Hephaestin (HEPH) is an intestinal ferroxidase (FOX) that has been implicated as essential for intestinal iron absorption. HEPH oxidizes ferrous iron exported by ferroportin 1 (FPN1), to allow binding of ferric iron to transferrin in the blood. We have previously discovered: 1) the existence of a soluble, intracellular form of HEPH, and 2) that additional novel FOXs in mammalian enterocytes.
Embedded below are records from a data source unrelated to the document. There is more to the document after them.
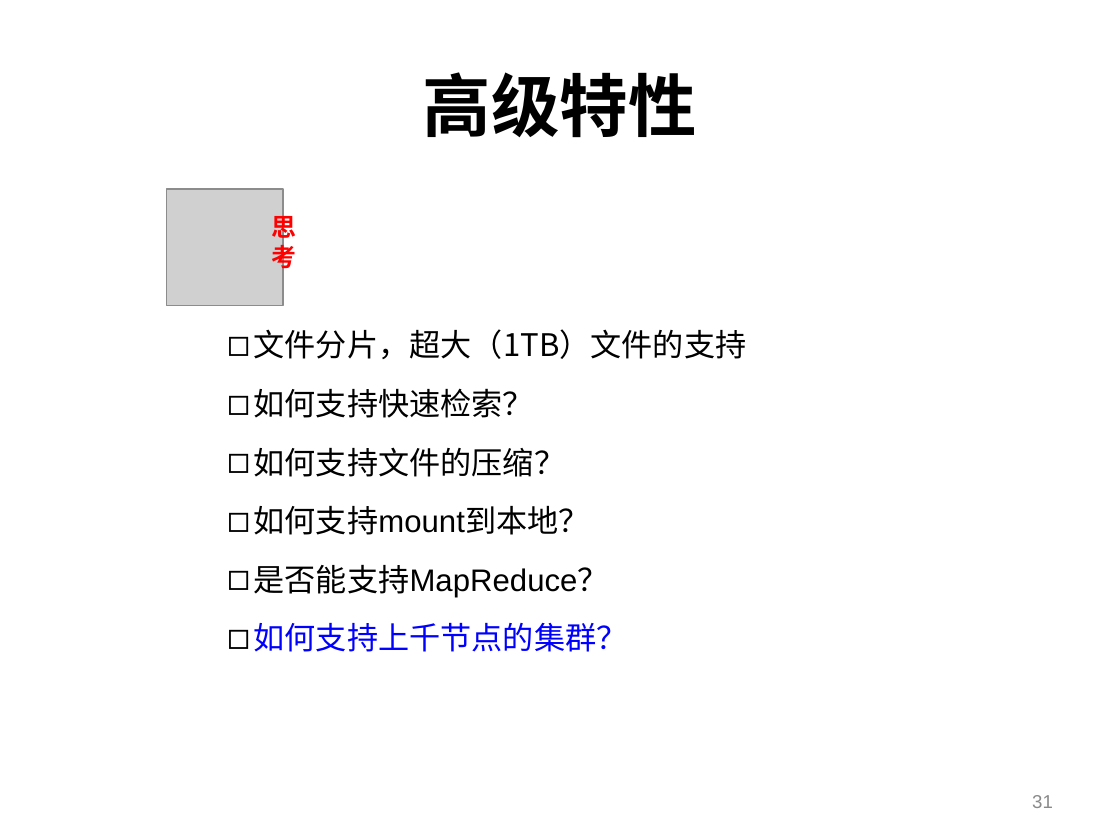
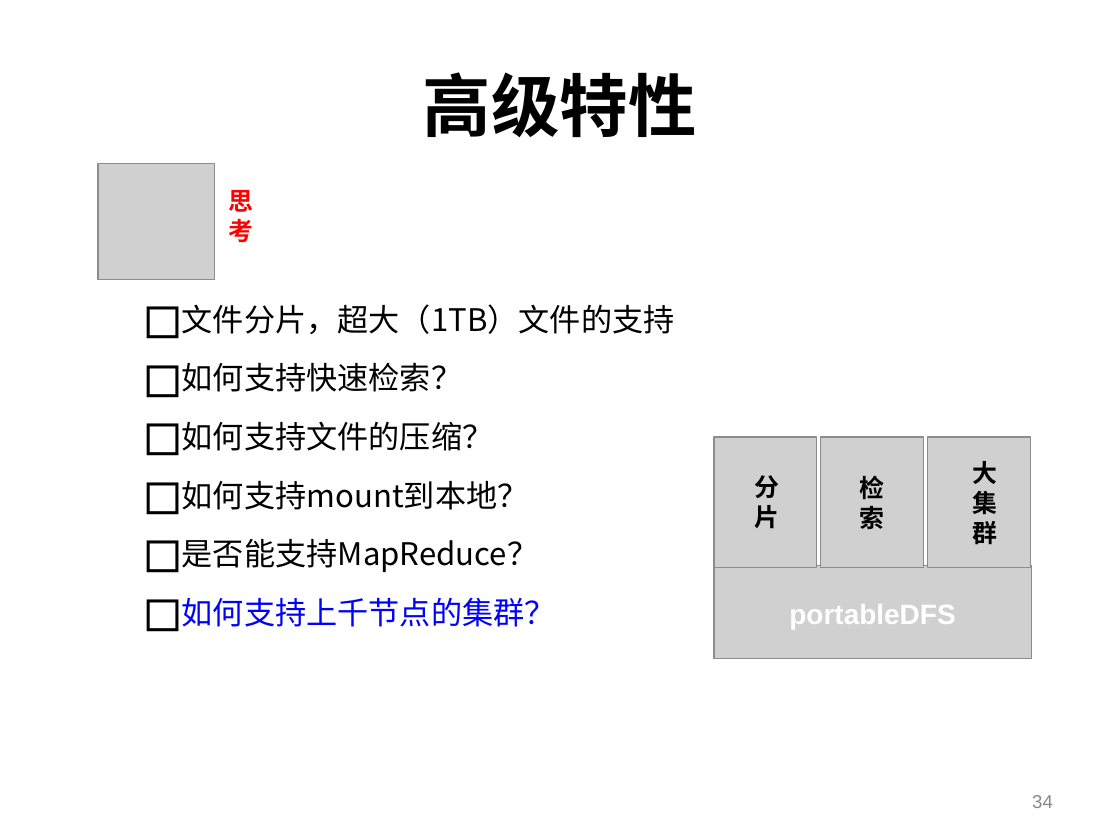
Before and after one commit to shtzr840329/mooon, a slide deck: slide 34 of applications/lightfs/doc/portableDFS-便携式分布式文件系统.ppt (slide 31 before the commit). Drawn at 1120x840 pixels with LibreOffice and Linux fonts; fonts in the diff are those of the drawing; grey boxes stand for pictures; background and template pictures are left out. Boxes give left, top, right and bottom in pixels: in the first picture for what was removed or moved away, otherwise in the second. Text is boxed around its words. In the diff, an @@ line names an element or a change of style, - is before the commit and + after.

```diff
--- a/applications/lightfs/doc/portableDFS-便携式分布式文件系统.ppt
+++ b/applications/lightfs/doc/portableDFS-便携式分布式文件系统.ppt
@@ picture: place and size @@
-picture at bbox=[167, 189, 283, 306]
+picture at bbox=[99, 164, 215, 280]
@@ text "思考" rewrapped from bbox=[272, 211, 297, 273] to bbox=[229, 190, 254, 243] @@
@@ text "文件分片，超大（1TB）文件的支持": place and size @@
-text "文件分片，超大（1TB）文件的支持" at bbox=[254, 329, 747, 359]
+text "文件分片，超大（1TB）文件的支持" at bbox=[182, 304, 675, 334]
@@ text "如何支持快速检索？": place and size @@
-text "如何支持快速检索？" at bbox=[254, 388, 534, 418]
+text "如何支持快速检索？" at bbox=[182, 362, 462, 392]
@@ text "如何支持文件的压缩？": place and size @@
-text "如何支持文件的压缩？" at bbox=[254, 447, 566, 477]
+text "如何支持文件的压缩？" at bbox=[182, 421, 494, 451]
@@ picture added at bbox=[715, 437, 818, 568] @@
@@ picture added at bbox=[821, 437, 924, 568] @@
@@ picture added at bbox=[927, 437, 1030, 568] @@
@@ font Arial to Noto Sans CJK SC in 4 elements at bbox=[182, 421, 494, 451], bbox=[182, 362, 462, 392], bbox=[182, 539, 539, 572], bbox=[182, 481, 529, 510] @@
@@ text "如何支持mount到本地？": place and size @@
-text "如何支持mount到本地？" at bbox=[254, 506, 590, 535]
+text "如何支持mount到本地？" at bbox=[182, 481, 529, 510]
@@ text added at bbox=[755, 475, 780, 529], 16 pt, text #000000, bold @@
+分片
@@ text added at bbox=[860, 475, 885, 529], 16 pt, text #000000, bold @@
+检索
@@ text added at bbox=[973, 461, 998, 544], 16 pt, text #000000, bold @@
+大集群
@@ text "是否能支持MapReduce？": place and size @@
-text "是否能支持MapReduce？" at bbox=[254, 565, 609, 598]
+text "是否能支持MapReduce？" at bbox=[182, 539, 539, 572]
@@ picture added at bbox=[715, 566, 1032, 659] @@
@@ text "如何支持上千节点的集群？": place and size @@
-text "如何支持上千节点的集群？" at bbox=[254, 623, 628, 652]
+text "如何支持上千节点的集群？" at bbox=[182, 598, 556, 627]
@@ text added at bbox=[789, 604, 955, 629], 18 pt, text #FFFFFF, bold @@
+portableDFS
@@ page number at bbox=[1032, 795, 1053, 808]: text changed @@
-31
+34
```
Also in this commit, not shown: 11 other slides changed, 8 slides added, 4 slides removed.

The purpose of the current study was to test the hypothesis that novel FOXs exist in enterocytes that compensate for the lack of HEPH. A HEPH knockdown (KD) Caco‐2 cell line was developed by stable transfection of HEPH‐specific or negative control, plasmid‐derived shRNAs. 59 Fe flux was measured in fully‐differentiated Caco‐2 cells grown on collagen‐coated, bicameral cell culture inserts. HEPH KD enhanced iron uptake (2‐fold) under control conditions and enhanced iron efflux (>6‐fold) under iron‐deficient conditions.Increased FPN1 expression in HEPH KD cells may provide a mechanistic explanation for enhanced iron efflux. FOX activity was then assessed using a spectrophotometric transferrin‐coupled assay. Consistent with enhanced iron efflux, HEPH KD and iron deprivation increased cytosolic and membrane FOX activity. Next, intestine‐specific HEPH knockout (KO) and wild type (WT) male and female mice were fed control or iron‐deficient diets for 5‐6 weeks. Intestinal iron absorption was subsequently tested by oral gavage of 59 Fe. Adult HEPH KO mice had normal hemoglobin levels and absorbed iron as efficiently as WT littermates.In conclusion, HEPH is not required for efficient iron transport and novel FOXs exist in mammalian enterocytes that compensate for the lack of HEPH.